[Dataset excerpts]
★ ★ ★ ★

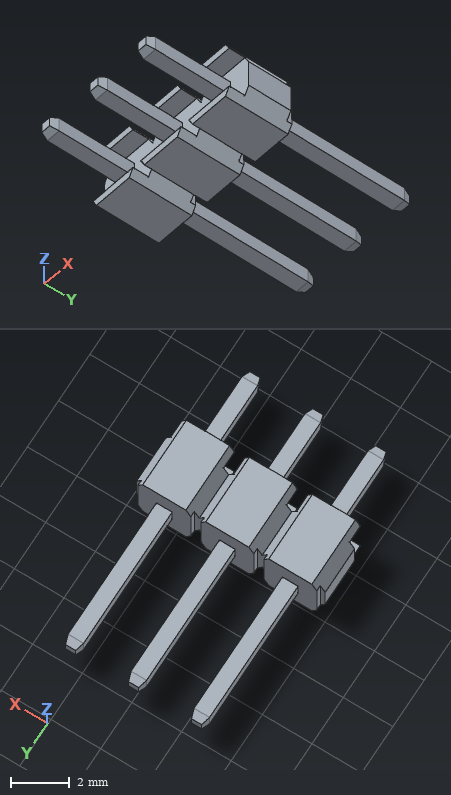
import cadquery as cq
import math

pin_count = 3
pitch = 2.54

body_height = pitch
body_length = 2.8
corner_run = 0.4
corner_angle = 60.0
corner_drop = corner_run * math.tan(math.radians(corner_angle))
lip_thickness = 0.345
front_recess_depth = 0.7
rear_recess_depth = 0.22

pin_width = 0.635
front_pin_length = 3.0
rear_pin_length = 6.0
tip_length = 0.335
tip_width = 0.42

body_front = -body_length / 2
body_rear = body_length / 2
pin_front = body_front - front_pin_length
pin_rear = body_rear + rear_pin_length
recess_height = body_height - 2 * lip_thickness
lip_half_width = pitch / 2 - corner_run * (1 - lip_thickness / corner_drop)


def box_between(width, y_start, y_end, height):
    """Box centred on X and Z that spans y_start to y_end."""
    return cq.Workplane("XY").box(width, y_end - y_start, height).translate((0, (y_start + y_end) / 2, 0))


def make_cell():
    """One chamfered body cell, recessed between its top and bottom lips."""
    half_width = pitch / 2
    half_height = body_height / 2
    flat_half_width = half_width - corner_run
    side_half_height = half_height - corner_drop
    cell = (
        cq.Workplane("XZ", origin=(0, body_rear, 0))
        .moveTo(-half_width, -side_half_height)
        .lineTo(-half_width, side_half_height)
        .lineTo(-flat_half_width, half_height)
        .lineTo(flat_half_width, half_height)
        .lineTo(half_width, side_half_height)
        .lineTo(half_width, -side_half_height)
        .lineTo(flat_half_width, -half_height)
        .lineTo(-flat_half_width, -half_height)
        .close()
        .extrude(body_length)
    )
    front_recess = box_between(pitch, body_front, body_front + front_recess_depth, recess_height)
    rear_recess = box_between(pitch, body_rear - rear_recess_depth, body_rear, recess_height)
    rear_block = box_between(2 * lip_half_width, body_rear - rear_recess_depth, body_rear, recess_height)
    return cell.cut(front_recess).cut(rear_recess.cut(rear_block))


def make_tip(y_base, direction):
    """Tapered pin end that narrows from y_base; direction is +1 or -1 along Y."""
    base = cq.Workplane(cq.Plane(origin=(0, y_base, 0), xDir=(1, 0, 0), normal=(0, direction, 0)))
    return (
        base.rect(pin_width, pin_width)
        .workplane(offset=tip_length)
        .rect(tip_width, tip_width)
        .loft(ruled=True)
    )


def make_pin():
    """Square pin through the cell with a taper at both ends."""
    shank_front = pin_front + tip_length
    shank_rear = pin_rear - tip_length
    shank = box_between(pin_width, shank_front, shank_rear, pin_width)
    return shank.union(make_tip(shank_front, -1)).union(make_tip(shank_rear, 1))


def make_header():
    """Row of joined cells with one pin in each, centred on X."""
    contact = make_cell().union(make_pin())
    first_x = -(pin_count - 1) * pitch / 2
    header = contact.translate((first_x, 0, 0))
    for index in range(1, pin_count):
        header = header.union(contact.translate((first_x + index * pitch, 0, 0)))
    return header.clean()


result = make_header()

★ ★ ★ ★

> _Exercise brief_:
From the entries above, list each line with "index" in it.

> _Task output_:
    for index in range(1, pin_count):
        header = header.union(contact.translate((first_x + index * pitch, 0, 0)))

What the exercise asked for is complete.